### Your goal
Below are the records. How many of their lines contain "from"? Give only the number.

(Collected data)
++++++++++

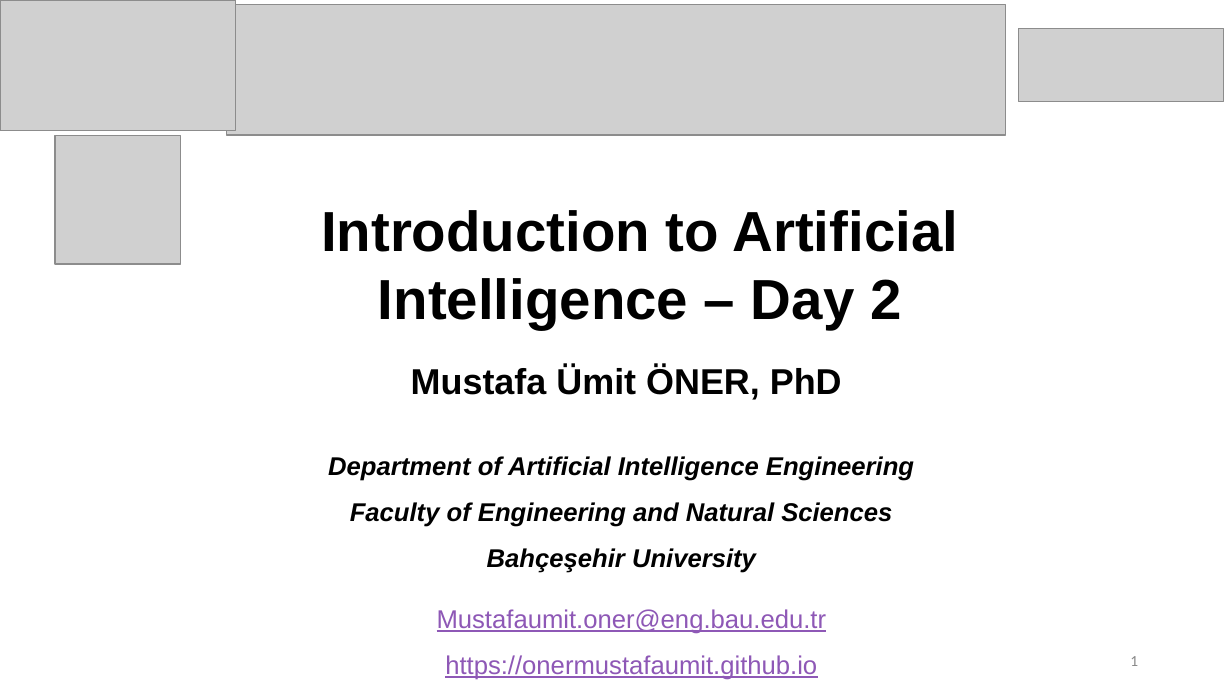
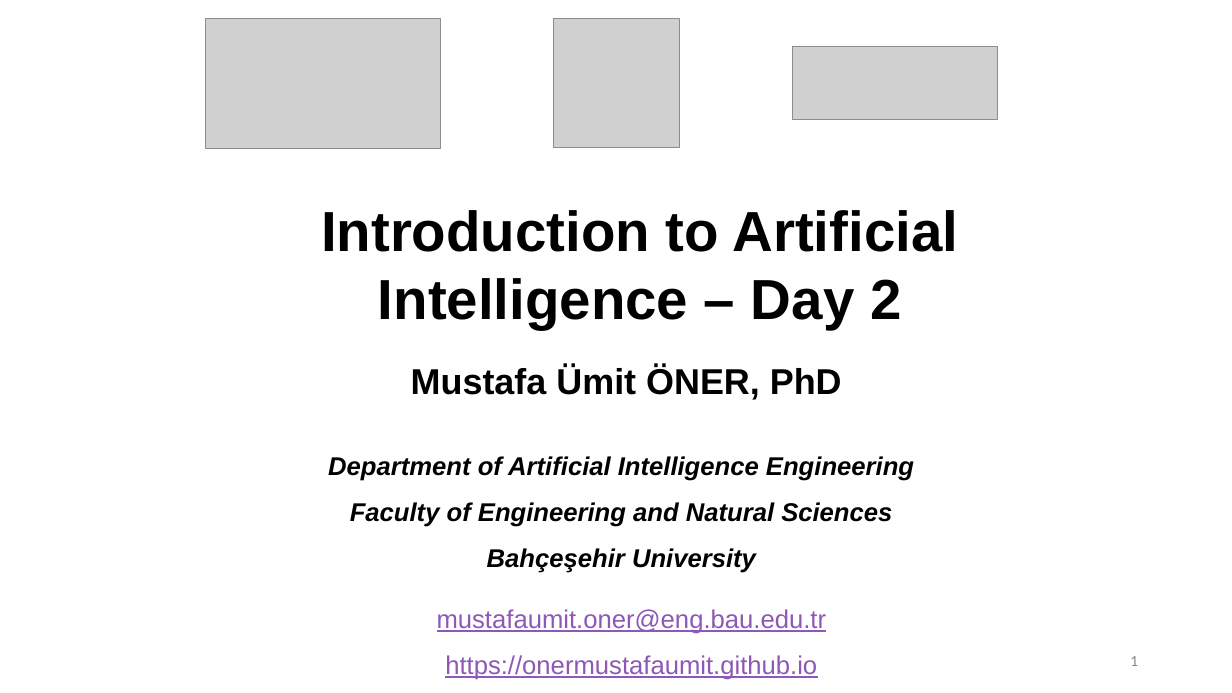
Before and after one commit to shiernee/2022-ACOMP-AI-Workshop, a slide deck: slide 1 of 2022_Workshop_Day2.pptx. Drawn at 1232x693 pixels with LibreOffice and Linux fonts; fonts in the diff are those of the drawing; grey boxes stand for pictures. Boxes give left, top, right and bottom in pixels: in the first picture for what was removed or moved away, otherwise in the second. Text is boxed around its words. In the diff, an @@ line names an element or a change of style, - is before the commit and + after.

Commit message:
Day2 slides updated

```diff
--- a/2022_Workshop_Day2.pptx
+++ b/2022_Workshop_Day2.pptx
@@ picture: place and size @@
-picture at [0,0,235,131]
+picture at [206,18,441,149]
@@ picture removed at [227,5,1007,136] @@
@@ picture: place and size @@
-picture at [55,136,181,265]
+picture at [554,18,680,148]
@@ picture: place and size @@
-picture at [1019,28,1225,101]
+picture at [792,47,998,120]
@@ text at [437,609,827,634]: text changed @@
-Mustafaumit.oner@eng.bau.edu.tr
+mustafaumit.oner@eng.bau.edu.tr
```
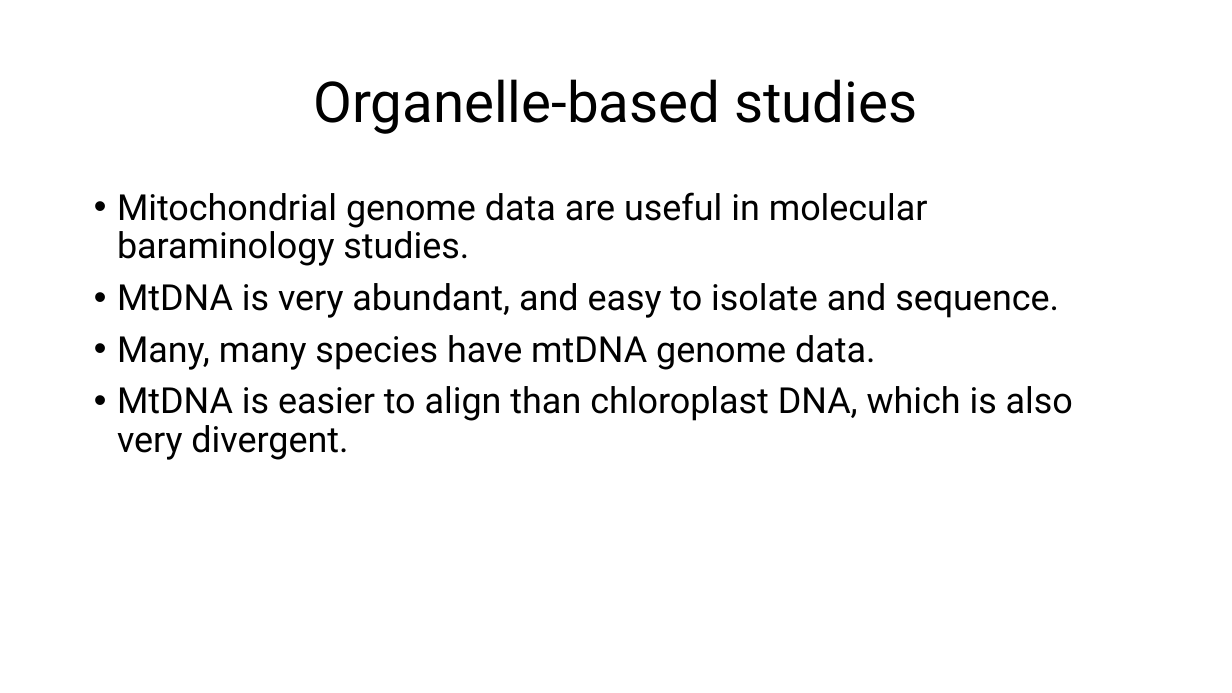
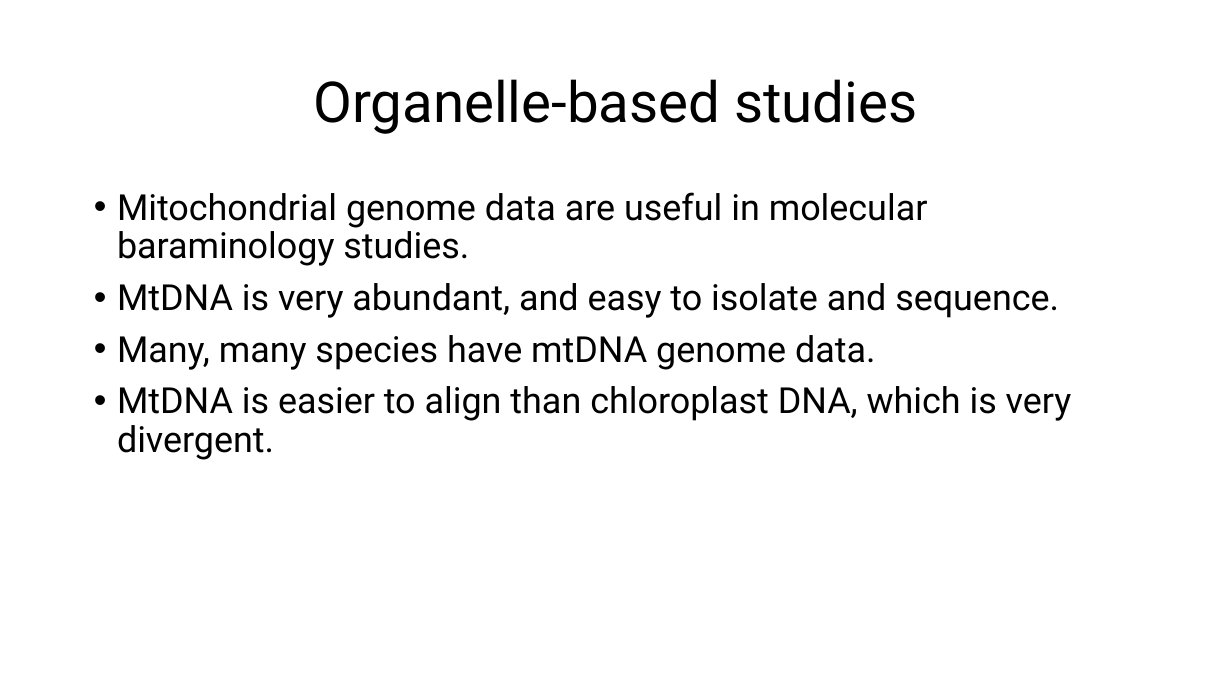
Before and after one commit to csmatyi/crs2025, a slide deck: slide 33 of CRS2025_R_workshop.pptx (slide 32 before the commit). Drawn at 1232x693 pixels with LibreOffice and Linux fonts; fonts in the diff are those of the drawing. Boxes give left, top, right and bottom in pixels: in the first picture for what was removed or moved away, otherwise in the second. Text is boxed around its words. In the diff, an @@ line names an element or a change of style, - is before the commit and + after.

```diff
--- a/CRS2025_R_workshop.pptx
+++ b/CRS2025_R_workshop.pptx
@@ text at [117,386,1072,460]: text changed @@
-• MtDNA is easier to align than chloroplast DNA, which is also very divergent.
+• MtDNA is easier to align than chloroplast DNA, which is very divergent.
```
Also in this commit, not shown: 6 other slides changed, 1 slide added, 2 other files.
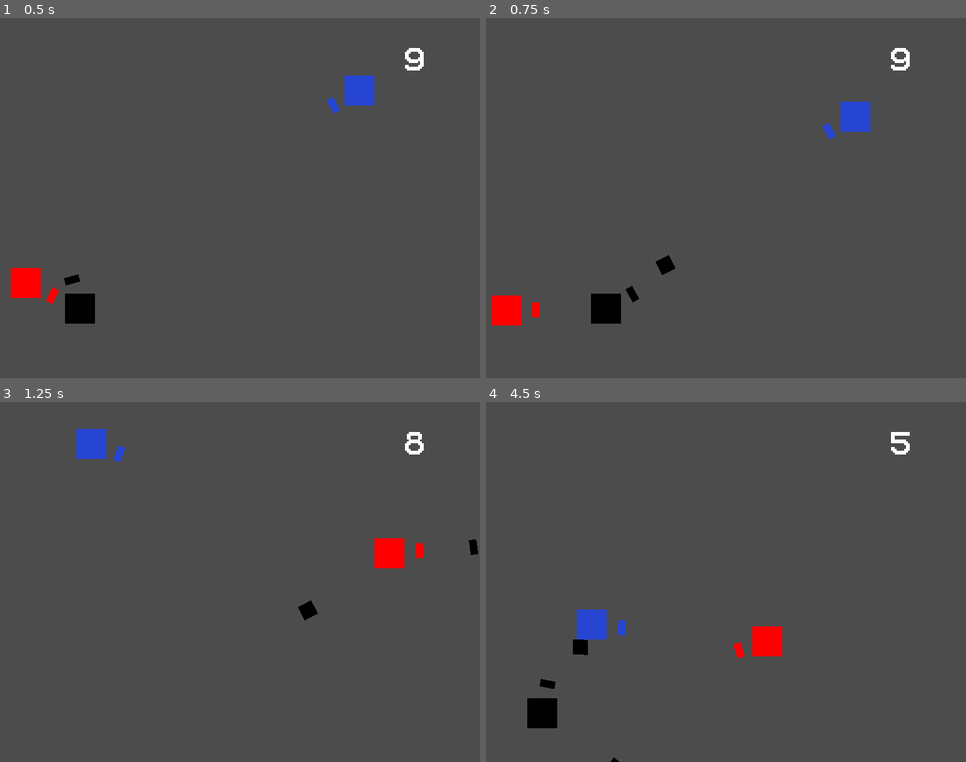
Above: before the commit, frames 1-4 (two rows, left to right).
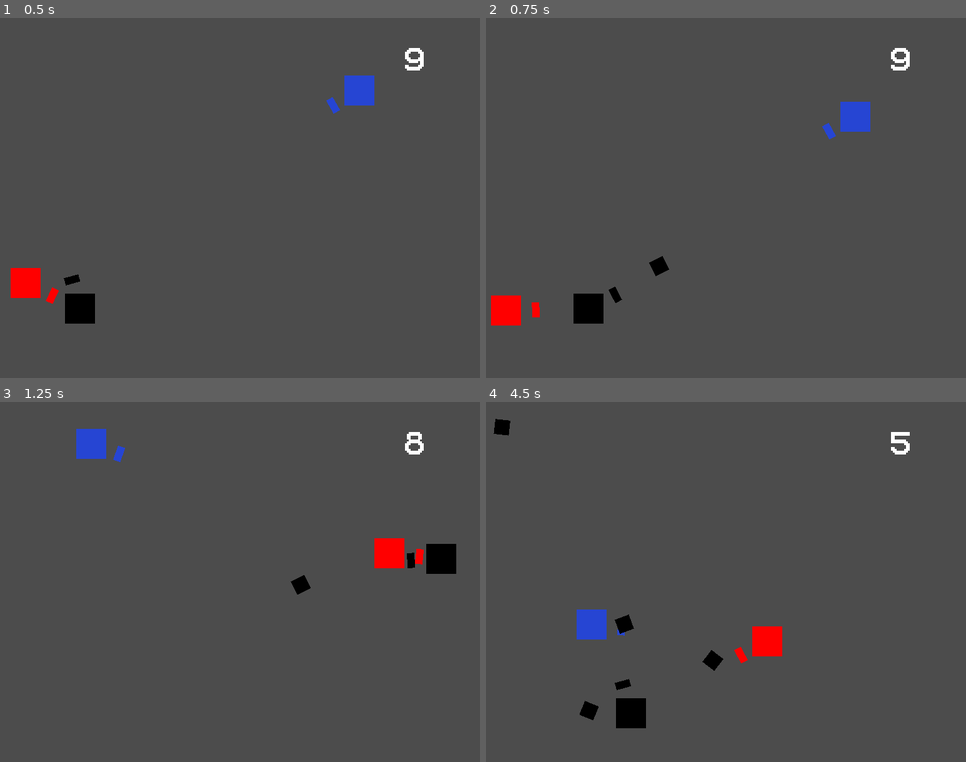
Above: after the commit, the same moments.

Repository: SaviHex/gmtk2020
Game: Godot game, scene res://core/Main/Main.tscn
Same seed, same stepped clock (60 frames per second), same inputs: the game is played once before the commit and once after it.
Inputs (mouse positions are in pixels of both pictures, inside the frame that each line leads up to):
- Up to frame 1 (0.5 s): no input
- Up to frame 2 (0.75 s): tap Enter at 0.5 s; move the mouse to (831, 180) at 0.52 s; hold D (right) from 0.53 s (still down); click (831, 180) at 0.6 s
- Up to frame 3 (1.25 s): keep holding D (right); tap Space at 0.77 s
- Up to frame 4 (4.5 s): move the mouse to (630, 600) at 1.27 s; release D (right) at 1.28 s; hold S (down) 1.28-2.03 s; click (630, 600) at 1.35 s; tap Space at 1.52, 3.02, 3.77 s; move the mouse to (774, 502) at 2.02 s; hold D (right) 2.03-2.78 s; click (774, 502) at 2.1 s; move the mouse to (702, 654) at 2.77 s; hold W (up) 2.78-3.53 s; click (702, 654) at 2.85 s; move the mouse to (870, 636) at 3.52 s; hold A (left) from 3.53 s (still down); click (870, 636) at 3.6 s; move the mouse to (582, 528) at 4.27 s; click (582, 528) at 4.35 s

Frame 1 is identical in both runs. In frame 2, 0.8% of the frame differs, in the area x 9-40%, y 65-85%; in frame 3, 1.0%; in frame 4, 1.9%, in the area x 1-55%, y 4-100%.

Commit message:
Variable bullet speed (player/enemy)

Diff:
--- a/src/core/bullet/Bullet.gd
+++ b/src/core/bullet/Bullet.gd
@@ -1,9 +1,8 @@
 extends KinematicBody2D
 
-var speed = 300
 var velocity = Vector2()
 
-func start(pos, dir):
+func start(pos, dir, speed):
 	rotation = dir
 	position = pos
 	velocity = Vector2(speed, 0).rotated(rotation)
--- a/src/core/enemy/Enemy.gd
+++ b/src/core/enemy/Enemy.gd
@@ -3,6 +3,7 @@
 export var speed: float = 1.0
 export var min_shoot_time: float = 1.0
 export var max_shoot_time: float = 5.0
+export var bullet_speed: float = 80
 
 onready var pivot = $Pivot
 onready var bullet_point = $Pivot/BulletPoint
@@ -37,7 +38,7 @@
 
 func shoot():
 	var b = bullet.instance()
-	b.start(bullet_point.global_position, pivot.rotation)
+	b.start(bullet_point.global_position, pivot.rotation, bullet_speed)
 	get_parent().add_child(b)
 
 
--- a/src/core/player/Player.gd
+++ b/src/core/player/Player.gd
@@ -1,9 +1,11 @@
 extends KinematicBody2D
 
-var speed = 150
+var speed = 80
 var friction = 0.2
 var acceleration = 0.5
 var velocity = Vector2.ZERO
+
+export var bullet_speed: float = 300
 
 onready var pivot = get_node("Pivot")
 onready var bullet_point = get_node("Pivot/BulletPoint")
@@ -49,5 +51,5 @@
 
 func shoot():
 	var b = bullet.instance()
-	b.start(bullet_point.global_position, pivot.rotation)
+	b.start(bullet_point.global_position, pivot.rotation, bullet_speed)
 	get_parent().add_child(b)

++++++++++

### Written response
2